An illustration of these remarks will be found in the following extract. It is Quevedo's description of a penurious schoolmaster.

"It was on the first Sunday after Lent, that we entered the habitation of the Licentiate Cabra, a person who undertook the duties of boarding and teaching young gentlemen. When we had passed the threshold, we found that we had fallen into a den of famine, for the economy of its arrangements was not mere thriftiness, but the very acme of niggardliness. The proprietor of this establishment was an ordained pop-gun-a thing that superabounded in nothing but length-a man with a little head, and that little head covered with a shock of hair, and that hair red, and that red being a colour which the proverb prewarns us is so indicative of evil in its wearer, that we should have neither cat nor dog of the same hue. As to the man's eyes, they seemed to have run away from his forehead, and hidden themselves in the nape of his neck; to look at them, they seemed to lie at the bottom of two baskets, and they were so dark, so obscure, and so devoid of the light of day, that they appeared best suited for a roguish mercer's windows; his nose was something between a hook and a cock, with the disadvantage of the bridge being frost-bitten; as to his beard, it seemed to have grown pale from fear of being always so close to his lips, and as if it were animated with a constant dread of being clean eaten up by

his mouth; for the mouth itself looked as if it were in a constant state of madness from hunger. And then his teeth, most of them had left him; some I suppose had dropped off in order that they might enjoy the happiness of quitting him, and others I imagine he had himself got rid of as idle vagabonds who had nothing to do. As to his throat, it was as long and thin as that of an ostrich, and the apple of the throat was so prominent, that it looked as if from sheer necessity, it was on the point of starting away from him to seek for something to eat. His arms were dry, and his hands were not hands, but thin twigs tied on to his wrists. To look at him from the waist downward, he seemed to be a moving table fork or compass, so wide did he straddle when he attempted to walk on his weak, withered, long, and shapeless legs. He seldom attempted to run on the self-same legs, and whenever he did so, his bones rattled like dice in a box. Even his very voice was in a consumption; but then his beard was burly, simply because he would not cut it, and he would not cut it, because he did not like to part with any thing. He had, to be sure, an excuse for this, that he had such a horror of seeing a barber's hands on his face, that he had rather be shot than shorn. It must however be admitted, that he let some one else's servant boy occasionally clip the hair of his head, because he could get that done for nothing. He had a cap to wear on sunny days, and this cap was gnawed with a thousand rat-holes; its only garnishing was grease, and it was nothing more than a composition of cloth and dandruff. As to his cassock, it was not merely a curious thing, but some went so far as to affirm that it was a miracle, because no one could ever venture to affirm either what it was made of, nor what was its colour. A few indeed, who observed that it was absolutely napless, maintained that it was made of frogs' skins; others as boldly declared that it was a complete and perfect illusion, for when you saw it near you, you would swear it was black, and at a distance, you might be equally positive it was a sky-blue. Whatever it was, he always wore it unbound by a girdle, and unrelieved by a neck-band or wrist-band. To look at him in his long hair, and with this short and miserable cassock, he might well be mistaken for the lackey of death, whilst he walked in shoes, each of which was wide enough to serve for the tomb of a Philistian.

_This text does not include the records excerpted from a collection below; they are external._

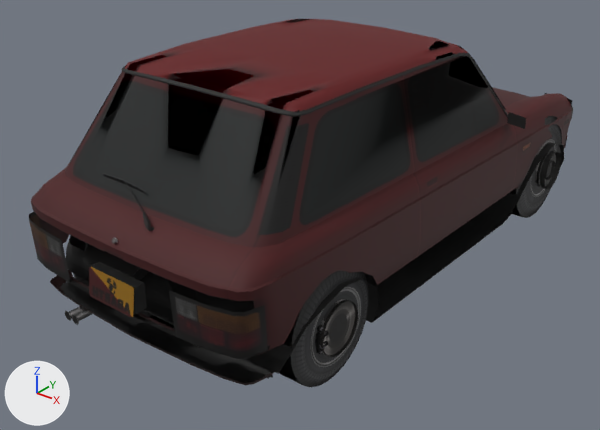
The glTF model dealership/dealership/models/GT4_ATBC0001.glb: old version first, new version second.
Both versions are drawn from a camera (50 mm lens) standing at (2.38, -3.35, 2.17) and looking at (-0.1, -0.26, 0.25). Lighting does not change. The marker at lower left points along +X, +Y and +Z. The first picture is the older version. Vertices at exactly the same position are counted once.

The first picture shows 'body', 'tire_front_left', 'tire_front_right', 'tire_rear_left' and 2 more.
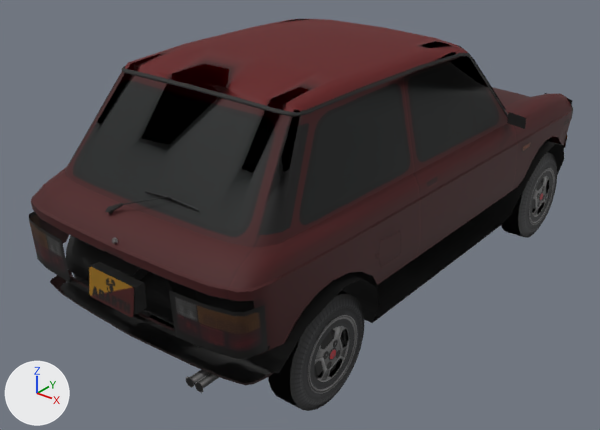
Location of each change, (x1, y1, x2, y2) in pixels of the pictures (600 x 430 px; the box of a moved part takes in the faces that stretch with it):
'body', reshaped: before (29, 19, 573, 385); after (29, 19, 573, 392)
'tire_rear_right', reshaped, moved, rescaled (not visible before): after (268, 291, 364, 411)
'tire_front_right', moved, rescaled (mostly hidden before): before (70, 235, 88, 251); after (501, 152, 557, 238)
'wheel_rear_right', moved, rescaled (not visible before): after (308, 315, 358, 394)
'wheel_front_right', moved, rescaled (not visible before): after (529, 168, 555, 225)
part 1 of me_body, moved or reshaped (not visible afterwards): before (320, 300, 358, 357)
part 2 of me_body, moved or reshaped (not visible afterwards): before (315, 331, 328, 352)
part 3 of me_body, moved or reshaped: (67, 19, 567, 378) in both
part 4 of me_body, moved or reshaped: before (29, 53, 572, 379); after (29, 53, 572, 392)
part 5 of me_tire_rear, moved or reshaped: before (512, 116, 562, 218); after (268, 291, 364, 411)

The change, as a diff of the scene's bpy script:
```diff
--- a/dealership/dealership/models/GT4_ATBC0001.glb.py
+++ b/dealership/dealership/models/GT4_ATBC0001.glb.py
@@ me_body @@
 me_body.from_pydata(...)  # 2069 vertices, 3092 faces; spans x -0.79..0.79, y -1.61..1.61, z 0.01..1.2
 # used by ob_body; location = (0.0, 0.0, 0.0)
+# me_body part 1: the loose piece of 48 vertices spanning x 0.71..0.73, y -1.14..-0.9, z 0.15..0.39 is mirrored in x about its middle, then moved by (-0.17, 2.04, -0.14)
+# me_body part 2: the loose piece of 49 vertices spanning x 0.69..0.73, y -1.16..-1.1, z 0.23..0.31 is mirrored in x about its middle, then moved by (-0.15, 2.04, -0.14)
+# me_body part 3: the loose piece of 639 vertices spanning x -0.74..0.74, y -1.61..1.61, z 0.06..1.2 is mirrored in x about its middle
+# me_body part 4: 721 of 2069 vertices moved; they spanned x -0.79..0.79, y -1.6..1.54, z 0.01..1.16 and now span x -0.79..0.79, y -1.6..1.54, z 0.01..1.16; mean shift (-0.03, -0.42, -0.04); largest move (0.75, 1.02, 0.2) -> (0.49, -1.02, 0.02)
 me_body.materials.append(mat_body_set0_tex0_mask)
@@ me_tire_rear @@
 # used by ob_tire_rear_left; location = (0.621, 1.019, 0.305)
-me_tire_rear.from_pydata(...)  # 120 vertices, 208 faces; spans x -0.068..0.068, y -0.305..0.305, z -0.304..0.304
+me_tire_rear.from_pydata(...)  # 120 vertices, 208 faces; spans x -0.068..0.068, y -0.26..0.26, z -0.258..0.258
+# me_tire_rear part 5: 120 of 120 vertices moved; they spanned x -0.068..0.068, y -0.305..0.305, z -0.304..0.304 and now span x -0.068..0.068, y -0.26..0.26, z -0.258..0.258; mean shift (0.0, 0.0, 0.0)
 me_tire_rear.materials.append(mat_tire_rear_set0_tex0_mask)
@@ ob_wheel_front_right @@
 ob_wheel_front_right = bpy.data.objects.new('wheel_front_right', me_wheel_front)
-ob_wheel_front_right.location = (-0.633, -1.019, 0.27)
-ob_wheel_front_right.scale = (-1.0, 1.0, 1.0)
+ob_wheel_front_right.location = (0.633, 1.019, 0.13)
@@ ob_tire_front_right @@
 ob_tire_front_right = bpy.data.objects.new('tire_front_right', me_tire_front)
-ob_tire_front_right.location = (-0.633, -1.019, 0.27)
-ob_tire_front_right.scale = (-1.0, 1.0, 1.0)
+ob_tire_front_right.location = (0.633, 1.019, 0.13)
@@ ob_wheel_rear_right @@
 ob_wheel_rear_right = bpy.data.objects.new('wheel_rear_right', me_wheel_rear)
-ob_wheel_rear_right.location = (-0.621, 1.019, 0.305)
-ob_wheel_rear_right.scale = (-1.0, 1.0, 1.0)
+ob_wheel_rear_right.location = (0.621, -1.019, 0.13)
@@ ob_tire_rear_right @@
 ob_tire_rear_right = bpy.data.objects.new('tire_rear_right', me_tire_rear)
-ob_tire_rear_right.location = (-0.621, 1.019, 0.305)
-ob_tire_rear_right.scale = (-1.0, 1.0, 1.0)
+ob_tire_rear_right.location = (0.621, -1.019, 0.13)
```

"As to this man's room, there was not as much as a spider's web in it, whilst the rats were spell-bound upon approaching it, and dare not penetrate within the charmed precincts where a few crumbs were to be found, which he kept guarded with lock and key. His bed was on the ground, and he always slept on one side when he was in bed, for fear of wearing the sheets. In fine, he was archpoor and proto-penurious.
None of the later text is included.